I speculated aloud, asking him if it was because the music industry will typecast him as pop, and he replied, “you’re absolutely right; that’s what happened. So the record comes out, it’s a worldwide smash. It got me on Smash Hit’s cover, on Saturday morning, telly; I’m shiny, bubble-gum pop guy. That’s where I am, right? Now, the record label wants ten more tracks which sounds like that…. but I’m a rock guy!! You can see the problem?!”
If all sounds weighty, I must point out Owen finished this sentence with a giggle, recalling his moment in the spotlight playfully. But we compared it to his freedom now to write, and his new song Fly With Me, which I observed reminded me of Cat Stevens or George Harrison. Again, he found my question about it, “interesting. I don’t get it asked much. I think ultimately, I’m a Celt, Scottish and folk music is everything to us. I’ve always been like that, every song I hear in my head, when I’m doing new tracks sounds like a folk song. But when you’re in the eighties and you’ve got a record deal, they don’t want that, you turn that into a pop song.”

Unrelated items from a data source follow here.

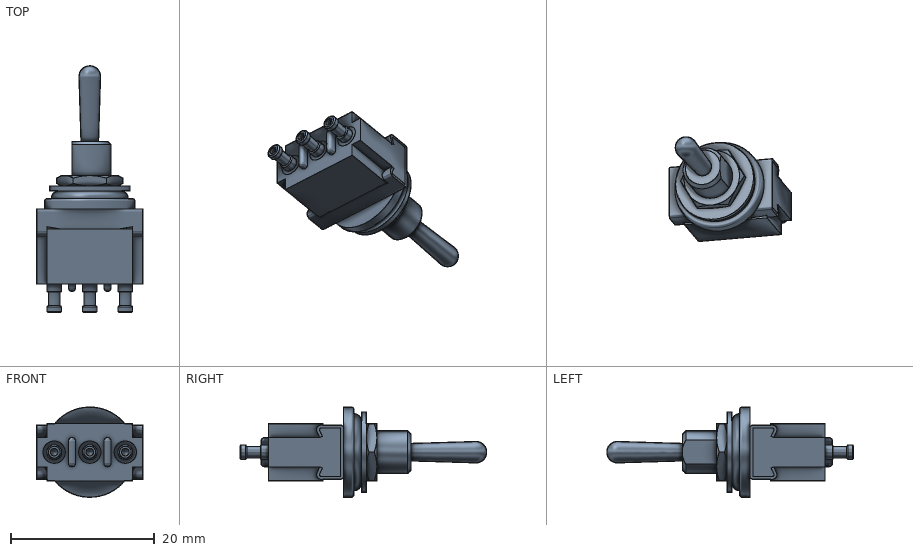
import cadquery as cq
import math


WIDTH = 14.8
HOUSING_BOTTOM = -10.45
SLAB_WIDTH = 11.9
SLAB_HEIGHT = 7.98
SLAB_TOP = -2.82
SIDE_HEIGHT = 4.05

FRAME_HEIGHT = 7.57
SHEET = 0.4
TOP_EDGE_RADIUS = SHEET
BEND_START = -3.1
BEND_INNER_RADIUS = 0.25
HOOK_TILT = 24.0
HOOK_LENGTH = 0.9
HOOK_CORNER_RADIUS = 0.7
RELIEF_DEPTH = 0.35
RELIEF_LENGTH = 2.05

BUSHING_RADIUS = 3.0
BUSHING_TOP = 9.43
BUSHING_CHAMFER = 0.48
BUSHING_FLAT = 2.48
FLANGE_RADIUS = 6.3
FLANGE_THICKNESS = 1.45
FLANGE_ROUND = 0.38
DOME_RADIUS = 5.35
DOME_ROUND = 1.05

WASHER_RADIUS = 5.6
WASHER_THICKNESS = 0.7
NUT_ACROSS_FLATS = 7.98
NUT_THICKNESS = 1.45
NUT_SIDES = 6
NUT_CHAMFER_ANGLE = 30.0

LEVER_NECK_RADIUS = 1.25
LEVER_BALL_RADIUS = 1.5
LEVER_TIP = 19.95
LEVER_END = FLANGE_THICKNESS

PITCH = 4.95
EMBEDDED_RADIUS = 1.55
EMBEDDED_DEPTH = 1.03
TERMINAL_LENGTH = 4.0
TERMINAL_RADIUS = 1.03
STEM_RADIUS = 0.83
COLLAR_LENGTH = 1.03
COLLAR_TAPER = 0.1
HEAD_LENGTH = 1.0
HEAD_TAPER = 0.2
TIP_CHAMFER = 0.17
TERMINAL_HOLE_RADIUS = 0.5
TERMINAL_HOLE_DEPTH = 1.03
DRILL_POINT_ANGLE = 118.0

RIB_RADIUS = 0.5
RIB_LENGTH = 4.05
RIB_HEIGHT = 1.03

DOME_TOP = FLANGE_THICKNESS + DOME_ROUND
WASHER_TOP = DOME_TOP + WASHER_THICKNESS
BEND_OUTER_RADIUS = BEND_INNER_RADIUS + SHEET
BEND_Z = FRAME_HEIGHT / 2 - BEND_OUTER_RADIUS
TILT = math.radians(HOOK_TILT)
COS_45 = math.sqrt(0.5)
TERMINAL_PLACES = [-PITCH, 0, PITCH]
RIB_PLACES = [-PITCH / 2, PITCH / 2]


def turned(outline):
    """Revolve an outline in the XY plane about the Y axis."""
    return outline.close().revolve(360, (0, 0, 0), (0, 1, 0))


def cylinder(radius, bottom, top):
    """Cylinder on the Y axis between two heights."""
    return cq.Workplane("XZ", origin=(0, bottom, 0)).circle(radius).extrude(bottom - top)


def block(width, bottom, top, height):
    """Box centred on the Y axis between two heights."""
    return cq.Workplane("XY").box(width, top - bottom, height).translate((0, (top + bottom) / 2, 0))


def along_width(outline):
    """Extrude a closed YZ outline over the full width."""
    return outline.close().extrude(WIDTH / 2, both=True)


def both_sides(shape, plane):
    """Join a shape with its mirror image."""
    return shape.union(shape.mirror(plane))


def bend_point(radius, angle):
    """Point of the bend, with the angle measured from -Y towards -Z."""
    return BEND_START - radius * math.cos(angle), BEND_Z - radius * math.sin(angle)


def hook_tip(radius):
    """End of the straight part of the hook, on its inner or outer side."""
    y, z = bend_point(radius, TILT)
    return y + HOOK_LENGTH * math.sin(TILT), z - HOOK_LENGTH * math.cos(TILT)


BEND_MIDDLE = (TILT - math.pi / 2) / 2
INNER_TIP = hook_tip(BEND_INNER_RADIUS)
OUTER_TIP = hook_tip(BEND_OUTER_RADIUS)
INNER_Z = FRAME_HEIGHT / 2 - SHEET


def frame_body():
    half_section = along_width(
        cq.Workplane("YZ")
        .moveTo(0, 0)
        .lineTo(0, FRAME_HEIGHT / 2)
        .lineTo(BEND_START, FRAME_HEIGHT / 2)
        .threePointArc(bend_point(BEND_OUTER_RADIUS, BEND_MIDDLE), bend_point(BEND_OUTER_RADIUS, TILT))
        .lineTo(*OUTER_TIP)
        .lineTo(*INNER_TIP)
        .lineTo(*bend_point(BEND_INNER_RADIUS, TILT))
        .threePointArc(bend_point(BEND_INNER_RADIUS, BEND_MIDDLE), (BEND_START, INNER_Z))
        .lineTo(-SHEET, INNER_Z)
        .lineTo(-SHEET, 0)
    )
    frame = both_sides(half_section, "XY")
    frame = frame.edges("|X and >Y").fillet(TOP_EDGE_RADIUS)
    half_slab = SLAB_WIDTH / 2
    between_tabs = (
        cq.Workplane("XY")
        .moveTo(-half_slab, HOUSING_BOTTOM)
        .lineTo(-half_slab, SLAB_TOP + RELIEF_DEPTH)
        .lineTo(-half_slab + RELIEF_LENGTH, SLAB_TOP)
        .lineTo(half_slab - RELIEF_LENGTH, SLAB_TOP)
        .lineTo(half_slab, SLAB_TOP + RELIEF_DEPTH)
        .lineTo(half_slab, HOUSING_BOTTOM)
        .close()
        .extrude(FRAME_HEIGHT, both=True)
    )
    frame = frame.cut(between_tabs)
    return round_hook_corners(frame)


def round_hook_corners(frame):
    """Round the corner of each hook tip that lies against the slab."""
    middle_y = (INNER_TIP[0] + OUTER_TIP[0]) / 2
    middle_z = (INNER_TIP[1] + OUTER_TIP[1]) / 2
    for side in (-1, 1):
        for level in (-1, 1):
            corner = (side * SLAB_WIDTH / 2, middle_y, level * middle_z)
            frame = frame.edges(cq.selectors.NearestToPointSelector(corner)).fillet(HOOK_CORNER_RADIUS)
    return frame


def housing_body():
    half_core = along_width(
        cq.Workplane("YZ")
        .moveTo(-SHEET, 0)
        .lineTo(-SHEET, INNER_Z)
        .lineTo(BEND_START, INNER_Z)
        .threePointArc(bend_point(BEND_INNER_RADIUS, BEND_MIDDLE), bend_point(BEND_INNER_RADIUS, TILT))
        .lineTo(*INNER_TIP)
        .lineTo(*OUTER_TIP)
        .lineTo(OUTER_TIP[0], SIDE_HEIGHT / 2)
        .lineTo(HOUSING_BOTTOM, SIDE_HEIGHT / 2)
        .lineTo(HOUSING_BOTTOM, 0)
    )
    housing = both_sides(half_core, "XY")
    housing = housing.union(block(SLAB_WIDTH, HOUSING_BOTTOM, SLAB_TOP, SLAB_HEIGHT))
    for x in RIB_PLACES:
        housing = housing.union(rib().translate((x, HOUSING_BOTTOM, 0)))
    for x in TERMINAL_PLACES:
        seat = cylinder(EMBEDDED_RADIUS, HOUSING_BOTTOM, HOUSING_BOTTOM + EMBEDDED_DEPTH)
        housing = housing.cut(seat.translate((x, 0, 0)))
    return housing


def rib():
    """Upright rib with rounded ends and a rounded crest, standing on Y = 0 towards -Y."""
    crest_axis = RIB_HEIGHT - RIB_RADIUS
    straight = RIB_LENGTH - 2 * RIB_RADIUS
    wall = cq.Workplane("XZ").slot2D(RIB_LENGTH, 2 * RIB_RADIUS, 90).extrude(crest_axis)
    crest = cq.Workplane("XY").circle(RIB_RADIUS).extrude(straight / 2, both=True)
    for end in (-1, 1):
        crest = crest.union(cq.Workplane("XY").sphere(RIB_RADIUS).translate((0, 0, end * straight / 2)))
    return wall.union(crest.translate((0, -crest_axis, 0)))


def bushing_body():
    flange_center_r = FLANGE_RADIUS - FLANGE_ROUND
    flange_center_y = FLANGE_THICKNESS - FLANGE_ROUND
    dome_center_r = DOME_RADIUS - DOME_ROUND
    bushing = turned(
        cq.Workplane("XY")
        .moveTo(0, 0)
        .lineTo(FLANGE_RADIUS, 0)
        .lineTo(FLANGE_RADIUS, flange_center_y)
        .threePointArc(
            (flange_center_r + FLANGE_ROUND * COS_45, flange_center_y + FLANGE_ROUND * COS_45),
            (flange_center_r, FLANGE_THICKNESS),
        )
        .lineTo(DOME_RADIUS, FLANGE_THICKNESS)
        .threePointArc(
            (dome_center_r + DOME_ROUND * COS_45, FLANGE_THICKNESS + DOME_ROUND * COS_45),
            (dome_center_r, DOME_TOP),
        )
        .lineTo(BUSHING_RADIUS, DOME_TOP)
        .lineTo(BUSHING_RADIUS, BUSHING_TOP - BUSHING_CHAMFER)
        .lineTo(BUSHING_RADIUS - BUSHING_CHAMFER, BUSHING_TOP)
        .lineTo(0, BUSHING_TOP)
    )
    beyond_flat = block(BUSHING_RADIUS, DOME_TOP, BUSHING_TOP, 2 * BUSHING_RADIUS)
    bushing = bushing.cut(beyond_flat.translate((-BUSHING_FLAT - BUSHING_RADIUS / 2, 0, 0)))
    return bushing.cut(cylinder(LEVER_NECK_RADIUS, LEVER_END, BUSHING_TOP))


def washer_body():
    return cylinder(WASHER_RADIUS, DOME_TOP, WASHER_TOP).cut(cylinder(BUSHING_RADIUS, DOME_TOP, WASHER_TOP))


def nut_body():
    corner_radius = NUT_ACROSS_FLATS / 2 / math.cos(math.pi / NUT_SIDES)
    corner_drop = (corner_radius - NUT_ACROSS_FLATS / 2) * math.tan(math.radians(NUT_CHAMFER_ANGLE))
    hexagon = cq.Workplane("XZ").polygon(NUT_SIDES, 2 * corner_radius).extrude(-NUT_THICKNESS)
    corner_chamfers = turned(
        cq.Workplane("XY")
        .moveTo(0, 0)
        .lineTo(NUT_ACROSS_FLATS / 2, 0)
        .lineTo(corner_radius, corner_drop)
        .lineTo(corner_radius, NUT_THICKNESS - corner_drop)
        .lineTo(NUT_ACROSS_FLATS / 2, NUT_THICKNESS)
        .lineTo(0, NUT_THICKNESS)
    )
    nut = hexagon.intersect(corner_chamfers).cut(cylinder(BUSHING_RADIUS, 0, NUT_THICKNESS))
    return nut.translate((0, WASHER_TOP, 0))


def lever_body():
    ball_center = LEVER_TIP - LEVER_BALL_RADIUS
    diagonal = LEVER_BALL_RADIUS * COS_45
    return turned(
        cq.Workplane("XY")
        .moveTo(0, LEVER_END)
        .lineTo(LEVER_NECK_RADIUS, LEVER_END)
        .lineTo(LEVER_NECK_RADIUS, BUSHING_TOP)
        .lineTo(LEVER_BALL_RADIUS, ball_center)
        .threePointArc((diagonal, ball_center + diagonal), (0, LEVER_TIP))
    )


def terminal_body(x):
    head_start = HEAD_LENGTH - TERMINAL_LENGTH
    drill_point = TERMINAL_HOLE_RADIUS / math.tan(math.radians(DRILL_POINT_ANGLE / 2))
    post = turned(
        cq.Workplane("XY")
        .moveTo(0, EMBEDDED_DEPTH)
        .lineTo(EMBEDDED_RADIUS, EMBEDDED_DEPTH)
        .lineTo(EMBEDDED_RADIUS, 0)
        .lineTo(TERMINAL_RADIUS, 0)
        .lineTo(TERMINAL_RADIUS, -COLLAR_LENGTH)
        .lineTo(STEM_RADIUS, -COLLAR_LENGTH - COLLAR_TAPER)
        .lineTo(STEM_RADIUS, head_start)
        .lineTo(TERMINAL_RADIUS, head_start - HEAD_TAPER)
        .lineTo(TERMINAL_RADIUS, TIP_CHAMFER - TERMINAL_LENGTH)
        .lineTo(STEM_RADIUS, -TERMINAL_LENGTH)
        .lineTo(TERMINAL_HOLE_RADIUS, -TERMINAL_LENGTH)
        .lineTo(TERMINAL_HOLE_RADIUS, TERMINAL_HOLE_DEPTH - TERMINAL_LENGTH)
        .lineTo(0, TERMINAL_HOLE_DEPTH + drill_point - TERMINAL_LENGTH)
    )
    return post.translate((x, HOUSING_BOTTOM, 0))


housing = housing_body()
frame = frame_body()
bushing = bushing_body()
washer = washer_body()
nut = nut_body()
lever = lever_body()
terminals = [terminal_body(x) for x in TERMINAL_PLACES]

result = cq.Compound.makeCompound(
    [body.val() for body in [housing, frame, bushing, washer, nut, lever, *terminals]]
)

Owen continued to explain how, with his guitarist Howard, decided to produce a folk album after an acoustic gig, but clarified, “folk is the fifth of it all.” This seemed like a convenient time to move away from the roots and back to idea he was coming to Devizes to do an eighties show, and people will lap that up. “I love that about eighties shows,” he revealed, “I didn’t do them for a long time, nearly twenty years. I pretended that I wasn’t Owen Paul or sang that song. And then, I did a thing on telly called Watchdog, Rouge Traders. They were investigating this company with security cameras and asked me to walk in at the end and sing (and he did sing it for me!) you’re mine…!”
“I thought, hang on a minute. Is this because I didn’t pay my tax bill?! Are they actually chasing me?! I double checked, and it turned out that it was the BBC, and it was fantastic and really funny! The next day, my phone was exploding. My website was exploding with pictures going ‘oh my God, Owen Paul isn’t dead,’ can you do this show?!”
Owen recalled with joy, how it felt to now do retro festivals where, “the most amazing thing occurred to me. After me not wanting to be Owen Paul, that guy, that song. I get to the beginning of the song, and obviously it’s not like there’s an intro, it just goes bang, you know? And then suddenly, I’ve got 20,000 people singing that back at me.”
Regardless of how you might feel about the commercialisation of it, I try to imagine that and offer to Owen that it is truly is the testament to his work. “Yeah,” he responded so positively, “I think I grew up as well. You know, I’ve been doing this for a while now and I’ve realised if you’re the wrong side of forty-five, so you’re an eighties kid and you’ve got two kids, a mortgage, bills and you’ve got all your rubbish; you want five minutes away from it all.”

Which is, in turn, the best advert for the upcoming show! We continued for some considerable time, I was enthralled he spoke about Howard Jones on first name terms, being asked to do a number of celebrity shows, like Strictly. We talked about dance music, Britpop, and the changes these brought, and even from the effect of streaming services on the industry, to the youth of today identifying with the songs of the eighties. It was becoming clear one of us needed to break the chat through fear of day becoming night, and maybe back again.
It was a wonderful conversation which knew no natural end, because though I was honoured and slightly in awe of Owen Paul, we chatted like old school friends at a reunion. If the nineties saw me shun the commercialisation of the pop of my youth, Owen caused me to rethink it again, and it was a pleasure.
Owen Paul brings his eighties show to the Corn Exchange on Friday 21st March. Tickets are aptly £19.80, because it’s promised you’ll be transported back to the 1980s! Have I got time to grow a mullet?